Yara: Um rio de felicidade – Segundo ato

Chegamos na casa de parto de Berna para o nascimento da Yara sem saber ao certo se já estávamos no quase. A minha única certeza é que devia fazer o esforço para direcionar o foco do que sentia para o suporte e a presença que a Flavia precisava.

Costumo dizer que não existe nada mais mágico do que o momento da chegada de uma vida no mundo de cá.

Após sermos recebidos pelas sorridentes, e super jovens, parteiras, entramos em uma sala com luz baixa, aconchegante, mas logo o trabalho de parto evoluiu e nos dirigimos à banheira. A Flavia queria muito ter um parto na água, com a esperança de que ia ajudar a aliviar a dor.

O que experimentamos a partir do momento que entramos na sala de parto, com a banheira, naquele 12 de Setembro, foi bem diferente do que vivemos com a Tainá. As contrações vinham, mas a Yara não. O fato de não ter uma parteira experiente o bastante para guiar a Flavia nesse momento exigente, foi tirando a tranquilidade dela (e minha) e o parto foi se alongando.
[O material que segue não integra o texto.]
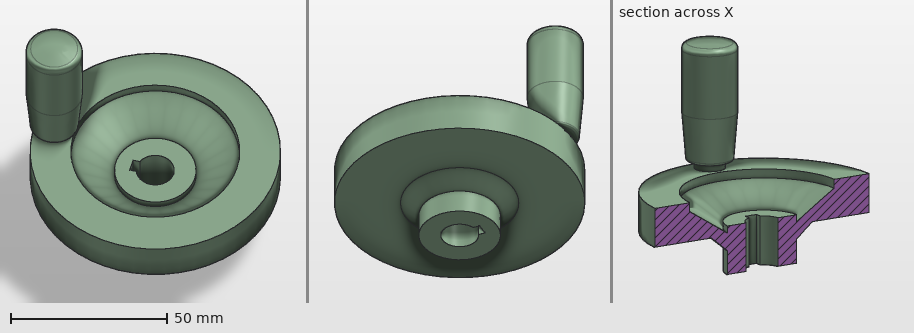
import cadquery as cq

wheel_radius = 40.0
wheel_top = 26.0
rim_bottom = 12.95
hub_radius = 13.0
hub_bottom_length = 8.0
hub_top = 16.25
web_outer_radius = 18.9
recess_radius = 27.0
recess_wall_depth = 3.0
recess_floor = 13.95

bore_radius = 6.0
key_width = 4.1
key_reach = 7.9

handle_offset = 33.5
handle_radius = 9.0
handle_end_radius = 7.7
handle_bottom = 28.5
taper_top = 44.5
handle_top = 68.5
dome_height = 1.0
dome_radius = 7.5
shoulder_height = 2.2
end_rounding = 1.0
spindle_radius = 5.0


def make_wheel():
    """Dished disc and hub, revolved about Z."""
    return (
        cq.Workplane("XZ")
        .moveTo(0, 0)
        .lineTo(hub_radius, 0)
        .lineTo(hub_radius, hub_bottom_length)
        .lineTo(web_outer_radius, rim_bottom)
        .lineTo(wheel_radius, rim_bottom)
        .lineTo(wheel_radius, wheel_top)
        .lineTo(recess_radius, wheel_top)
        .lineTo(recess_radius, wheel_top - recess_wall_depth)
        .lineTo(hub_radius, recess_floor)
        .lineTo(hub_radius, hub_top)
        .lineTo(0, hub_top)
        .close()
        .revolve(360, (0, 0), (0, 1))
    )


def make_bore():
    """Through bore with a keyway on the handle side."""
    bore = cq.Workplane("XY").circle(bore_radius).extrude(hub_top)
    keyway = (
        cq.Workplane("XY")
        .center(-key_reach / 2, 0)
        .rect(key_reach, key_width)
        .extrude(hub_top)
    )
    return bore.union(keyway)


def make_handle():
    """Tapered grip with a domed top, standing on a spindle set on the rim."""
    dome_base = handle_top - dome_height
    shoulder = dome_base - shoulder_height
    shoulder_width = handle_radius - dome_radius
    diagonal = 0.5 ** 0.5
    shoulder_mid = (
        dome_radius + shoulder_width * diagonal,
        shoulder + shoulder_height * diagonal,
    )
    dome_sphere = (dome_radius**2 + dome_height**2) / (2 * dome_height)
    half_chord = dome_radius / 2
    dome_mid_drop = dome_sphere - (dome_sphere**2 - half_chord**2) ** 0.5
    grip = (
        cq.Workplane("XZ")
        .moveTo(0, handle_bottom)
        .lineTo(handle_end_radius, handle_bottom)
        .lineTo(handle_radius, taper_top)
        .lineTo(handle_radius, shoulder)
        .threePointArc(shoulder_mid, (dome_radius, dome_base))
        .threePointArc((half_chord, handle_top - dome_mid_drop), (0, handle_top))
        .close()
        .revolve(360, (0, 0), (0, 1))
        .faces("<Z")
        .edges()
        .fillet(end_rounding)
    )
    spindle = (
        cq.Workplane("XY")
        .workplane(offset=rim_bottom)
        .circle(spindle_radius)
        .extrude(handle_bottom - rim_bottom)
    )
    return grip.union(spindle).translate((-handle_offset, 0, 0))


result = make_wheel().cut(make_bore()).union(make_handle())
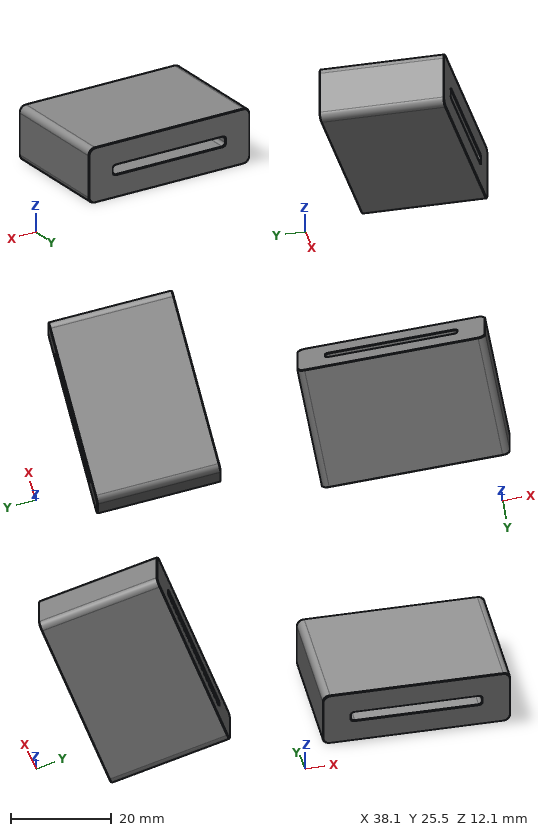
import cadquery as cq

width = 38.1
depth = 25.5
height = 12.05
corner_radius = 1.5
end_chamfer = 0.2

slot_width = 26.5
slot_height = 2.02
slot_corner_radius = 0.7
slot_chamfer = 0.2


def rounded_bar(bar_width, bar_height, radius):
    """Bar along Y, centred on the origin, with its long edges rounded."""
    return cq.Workplane("XY").box(bar_width, depth, bar_height).edges("|Y").fillet(radius)


block = rounded_bar(width, height, corner_radius).faces("<Y or >Y").chamfer(end_chamfer)
slot = rounded_bar(slot_width, slot_height, slot_corner_radius)
body = block.cut(slot)

slot_mouths = body.faces("<Y or >Y").edges(
    cq.selectors.BoxSelector(
        (-slot_width / 2 - slot_chamfer, -depth, -slot_height),
        (slot_width / 2 + slot_chamfer, depth, slot_height),
    )
)
result = slot_mouths.chamfer(slot_chamfer)
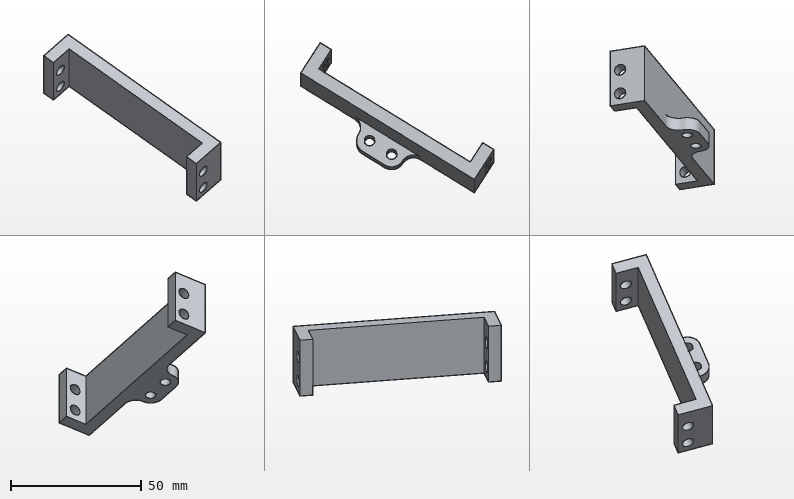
import cadquery as cq

length = 78.8
height = 23.3
wall = 5.05
leg_depth = 14.0

tab_reach = 10.0
tab_width = 20.0
tab_thickness = 5.05
tab_radius = tab_reach / 2
tab_hole_diameter = 4.0
tab_hole_spacing = 10.0

leg_hole_diameter = 4.5
leg_hole_spacing = 10.0
leg_hole_front_offset = 4.0
lower_leg_hole_height = 4.7


def make_channel():
    """U-shaped channel with its back face on Y = 0."""
    block = cq.Workplane("XY").box(length, leg_depth, height, centered=(True, False, False))
    opening = cq.Workplane("XY").box(
        length - 2 * wall, leg_depth - wall, height, centered=(True, False, False)
    )
    return block.cut(opening).translate((0, -leg_depth, 0))


def make_tab():
    """Tab with rounded outer corners and concave flares at its root."""
    r = tab_radius
    half = tab_width / 2
    diagonal = r * 0.5**0.5
    outline = (
        cq.Workplane("XY")
        .moveTo(-half - r, 0)
        .threePointArc((-half - r + diagonal, r - diagonal), (-half, r))
        .threePointArc((-half + r - diagonal, r + diagonal), (-half + r, tab_reach))
        .lineTo(half - r, tab_reach)
        .threePointArc((half - r + diagonal, r + diagonal), (half, r))
        .threePointArc((half + r - diagonal, r - diagonal), (half + r, 0))
        .close()
    )
    holes = (
        cq.Workplane("XY")
        .pushPoints([(side * tab_hole_spacing / 2, r) for side in (-1, 1)])
        .circle(tab_hole_diameter / 2)
        .extrude(tab_thickness)
    )
    return outline.extrude(tab_thickness).cut(holes)


def make_leg_holes():
    """Two cylinders along X that pass through both legs."""
    y = leg_hole_front_offset - leg_depth
    heights = (lower_leg_hole_height, lower_leg_hole_height + leg_hole_spacing)
    return (
        cq.Workplane("YZ")
        .pushPoints([(y, z) for z in heights])
        .circle(leg_hole_diameter / 2)
        .extrude(length / 2, both=True)
    )


result = make_channel().union(make_tab()).cut(make_leg_holes())
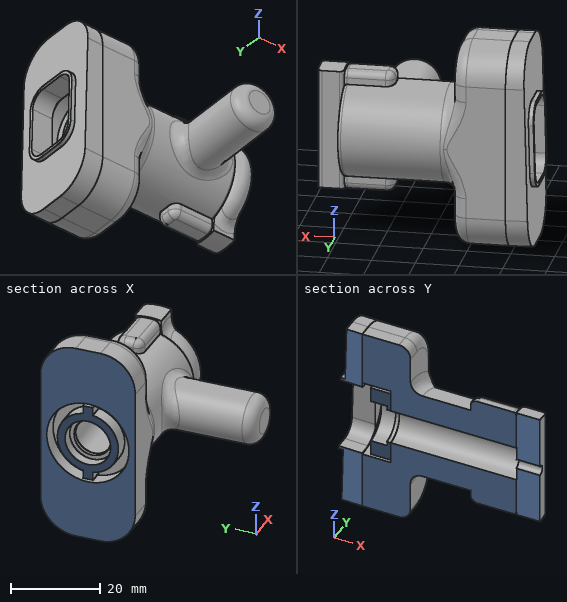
import cadquery as cq
import math


flange_width = 23.2
flange_height = 48.4
flange_corner_radius = 8.55
flange_center_z = -0.45
flange_thickness = 12.05

blend_radius = 2.95
barrel_diameter = 22.75
barrel_end_x = 38.45
barrel_end_fillet = 0.7
bore_diameter = 8.8
recess_diameter = 19.9
recess_depth = 7.05

stem_diameter = 12.0
stem_x = 28.25
stem_end_y = -32.55

rib_start_x = 26.95
rib_width = 6.25
rib_corner_radius = 2.05
rib_top_fillet = 1.75
rib_outer_radius = 14.35

face_tilt = 1.44
plate_thickness = 4.65
collar_width = 14.95
collar_height = 20.2
collar_corner_radius = 4.45
collar_height_above_face = 1.1
collar_wall = 0.85

bushing_front_x = 2.05
bushing_diameter = 14.95
bushing_bore_diameter = 8.9
bushing_counterbore_diameter = 11.0
bushing_counterbore_depth = 4.05
lug_width = 2.4
lug_span = 18.75

knob_end_x = 44.4
knob_bar_front_y = -3.2
knob_bar_back_y = 3.45
knob_bar_fillet = 0.95
knob_hole_diameter = 2.4
grip_radius = barrel_diameter / 2


def x_cylinder(diameter, start_x, end_x):
    """Solid cylinder on the barrel axis."""
    plane = cq.Workplane("YZ", origin=(start_x, 0, 0))
    return plane.circle(diameter / 2).extrude(end_x - start_x)


def rounded_block(plane, width, height, corner_radius, start, end):
    """Rounded rectangle extruded along the plane normal from start to end."""
    block = plane.workplane(offset=start).rect(width, height).extrude(end - start)
    return block.edges(cq.selectors.ParallelDirSelector(plane.plane.zDir)).fillet(corner_radius)


def make_flange():
    plane = cq.Workplane("YZ", origin=(0, 0, flange_center_z))
    return rounded_block(plane, flange_width, flange_height, flange_corner_radius, 0, flange_thickness)


def make_neck():
    """Concave flare from the barrel to the flange, trimmed to the flange width."""
    barrel_radius = barrel_diameter / 2
    flare_radius = barrel_radius + blend_radius
    flare_end_x = flange_thickness + blend_radius
    sag = blend_radius * (1 - math.sqrt(0.5))
    flare = (
        cq.Workplane("XY")
        .moveTo(0, 0)
        .lineTo(0, flare_radius)
        .lineTo(flange_thickness, flare_radius)
        .threePointArc((flange_thickness + sag, barrel_radius + sag), (flare_end_x, barrel_radius))
        .lineTo(flare_end_x, 0)
        .close()
        .revolve(360, (0, 0, 0), (1, 0, 0))
    )
    trim = cq.Workplane("XY").box(2 * flare_end_x, flange_width, 2 * flare_radius)
    return flare.intersect(trim)


def make_rib(side):
    """Rib on the top (side = 1) or bottom (side = -1) of the barrel."""
    length = barrel_end_x - rib_start_x
    rib = (
        cq.Workplane("XY")
        .box(length, rib_width, rib_outer_radius, centered=(False, True, False))
        .translate((rib_start_x, 0, 0))
        .edges("|Z and <X")
        .fillet(rib_corner_radius)
        .intersect(x_cylinder(2 * rib_outer_radius, rib_start_x, barrel_end_x))
    )
    return rib.faces("<X").edges(">Z").fillet(rib_top_fillet).rotate((0, 0, 0), (1, 0, 0), 90 - 90 * side)


def make_flange_with_neck():
    """Flange and neck with the whole back rim rounded, also where the flare cuts through it."""
    body = make_flange().union(make_neck())
    half_width = flange_width / 2
    margin = 0.05
    flare_sides = [
        cq.selectors.BoxSelector(
            (flange_thickness, side * half_width - margin, -half_width),
            (flange_thickness + blend_radius, side * half_width + margin, half_width),
        )
        for side in (-1, 1)
    ]
    flat_back_rim = cq.selectors.BoxSelector(
        (flange_thickness - margin, -flange_width, -flange_height),
        (flange_thickness + margin, flange_width, flange_height),
    )
    neck_circle = cq.selectors.RadiusNthSelector(-1)
    rim = (flat_back_rim - neck_circle) + flare_sides[0] + flare_sides[1]
    return body.edges(rim).fillet(blend_radius)


def make_barrel():
    barrel = x_cylinder(barrel_diameter, 0, barrel_end_x)
    for side in (1, -1):
        barrel = barrel.union(make_rib(side))
    barrel = barrel.faces(">X").edges().fillet(barrel_end_fillet)
    stem = (
        cq.Workplane("XZ", origin=(stem_x, 0, 0))
        .circle(stem_diameter / 2)
        .extrude(-stem_end_y)
        .faces("<Y")
        .edges()
        .fillet(blend_radius)
    )
    margin = 0.5
    barrel_radius = barrel_diameter / 2
    stem_root = cq.selectors.BoxSelector(
        (stem_x - stem_diameter, -barrel_radius - margin, -stem_diameter),
        (stem_x + stem_diameter, -barrel_radius + blend_radius, stem_diameter),
    )
    return barrel.union(stem).edges(stem_root).fillet(blend_radius)


def make_housing():
    housing = make_barrel().union(make_flange_with_neck())
    recess = x_cylinder(recess_diameter, 0, recess_depth)
    bore = x_cylinder(bore_diameter, 0, barrel_end_x)
    return housing.cut(recess).cut(bore)


def make_face_plate():
    """Plate on the flange, square to its tilted front face, with a collar around the window."""
    tilt = math.radians(face_tilt)
    plane = cq.Workplane(
        cq.Plane((0, 0, flange_center_z), (0, -1, 0), (-math.cos(tilt), 0, math.sin(tilt)))
    )
    overlap = 1.5
    plate = rounded_block(
        plane, flange_width, flange_height, flange_corner_radius, -overlap, plate_thickness
    )
    collar_front = plate_thickness + collar_height_above_face
    collar = rounded_block(plane, collar_width, collar_height, collar_corner_radius, -overlap, collar_front)
    window = rounded_block(
        plane,
        collar_width - 2 * collar_wall,
        collar_height - 2 * collar_wall,
        collar_corner_radius - collar_wall,
        -overlap,
        collar_front,
    )
    behind_joint = cq.Workplane("XY").box(
        2 * overlap, 2 * flange_width, 2 * flange_height, centered=(False, True, True)
    )
    return plate.union(collar).cut(window).cut(behind_joint)


def make_bushing():
    """Counterbored ring seated on the recess floor, with a lug at the top and bottom."""
    length = recess_depth - bushing_front_x
    lugs = (
        cq.Workplane("XY")
        .box(length, lug_width, lug_span, centered=(False, True, True))
        .translate((bushing_front_x, 0, 0))
    )
    ring = x_cylinder(bushing_diameter, bushing_front_x, recess_depth)
    bore = x_cylinder(bushing_bore_diameter, bushing_front_x, recess_depth)
    counterbore_end_x = bushing_front_x + bushing_counterbore_depth
    counterbore = x_cylinder(bushing_counterbore_diameter, bushing_front_x, counterbore_end_x)
    return ring.union(lugs).cut(bore).cut(counterbore)


def make_knob():
    """Cross bar with a half-round grip on its front side."""
    thickness = knob_end_x - barrel_end_x
    bar = (
        cq.Workplane("XY")
        .box(
            thickness,
            knob_bar_back_y - knob_bar_front_y,
            3 * rib_outer_radius,
            centered=(False, False, True),
        )
        .translate((barrel_end_x, knob_bar_front_y, 0))
        .edges("|Z and >Y")
        .fillet(knob_bar_fillet)
        .intersect(x_cylinder(2 * rib_outer_radius, barrel_end_x, knob_end_x))
    )
    rim_radius = thickness / 2
    rim_center_y = rim_radius - grip_radius
    behind_bar_front = cq.Workplane("XY").box(
        2 * knob_end_x, 2 * grip_radius, 2 * grip_radius, centered=(True, False, True)
    )
    grip = (
        cq.Workplane("XY")
        .moveTo(barrel_end_x, 0)
        .lineTo(barrel_end_x, rim_center_y)
        .threePointArc((barrel_end_x + rim_radius, -grip_radius), (knob_end_x, rim_center_y))
        .lineTo(knob_end_x, 0)
        .close()
        .revolve(360, (0, 0, 0), (1, 0, 0))
        .cut(behind_bar_front.translate((0, knob_bar_front_y, 0)))
    )
    margin = 0.05
    foot_reach = grip_radius + margin
    grip_feet = cq.selectors.BoxSelector(
        (barrel_end_x + margin, knob_bar_front_y - margin, -foot_reach),
        (knob_end_x - margin, knob_bar_front_y + margin, foot_reach),
    )
    knob = bar.union(grip).edges(grip_feet).fillet(blend_radius)
    return knob.cut(x_cylinder(knob_hole_diameter, barrel_end_x, knob_end_x))


face_plate = make_face_plate()
housing = make_housing()
bushing = make_bushing()
knob = make_knob()

bodies = [face_plate, housing, bushing, knob]
result = cq.Compound.makeCompound([body.solids().val() for body in bodies])

Depois de diversas tentativas, fomos informados que a Yara estava virada, em uma posição que dificulta a “expulsão” (nome feio) do bebê. Mas a Flavia continuava lá. Percorrendo a maratona dela. E eu, procurando encorajar com sorrisos, palavras de incentivo e suco de frutas.

Lembro como se fosse ontem da palidez e a exaustão no volto da minha companheira. O medo e a apreensão. Ali, mais uma vez, via meu caráter controlador sendo provado. O que podia fazer era pouco, mas nada era desculpa para me desconectar daquele momento sagrado.

Puxa empurra, puxa empurra. 

E finalmente a nossa rainha do rio deslizou sobre as águas da banheira. 

Alívio? Ainda não, pois a Yara não estava respirando. 

Davi

Davi e (é) o milagre

Faz tempo que desenvolvi um ceticismo teimoso a respeito do impacto concreto da oração. Rezar com as minha filhas me ajuda bastante a continuar praticando, mas há anos perdi a conexão intensa que tinha com o divino enquanto orava. Mas o que isso tem a ver com o nascimento do nosso terceiro filho?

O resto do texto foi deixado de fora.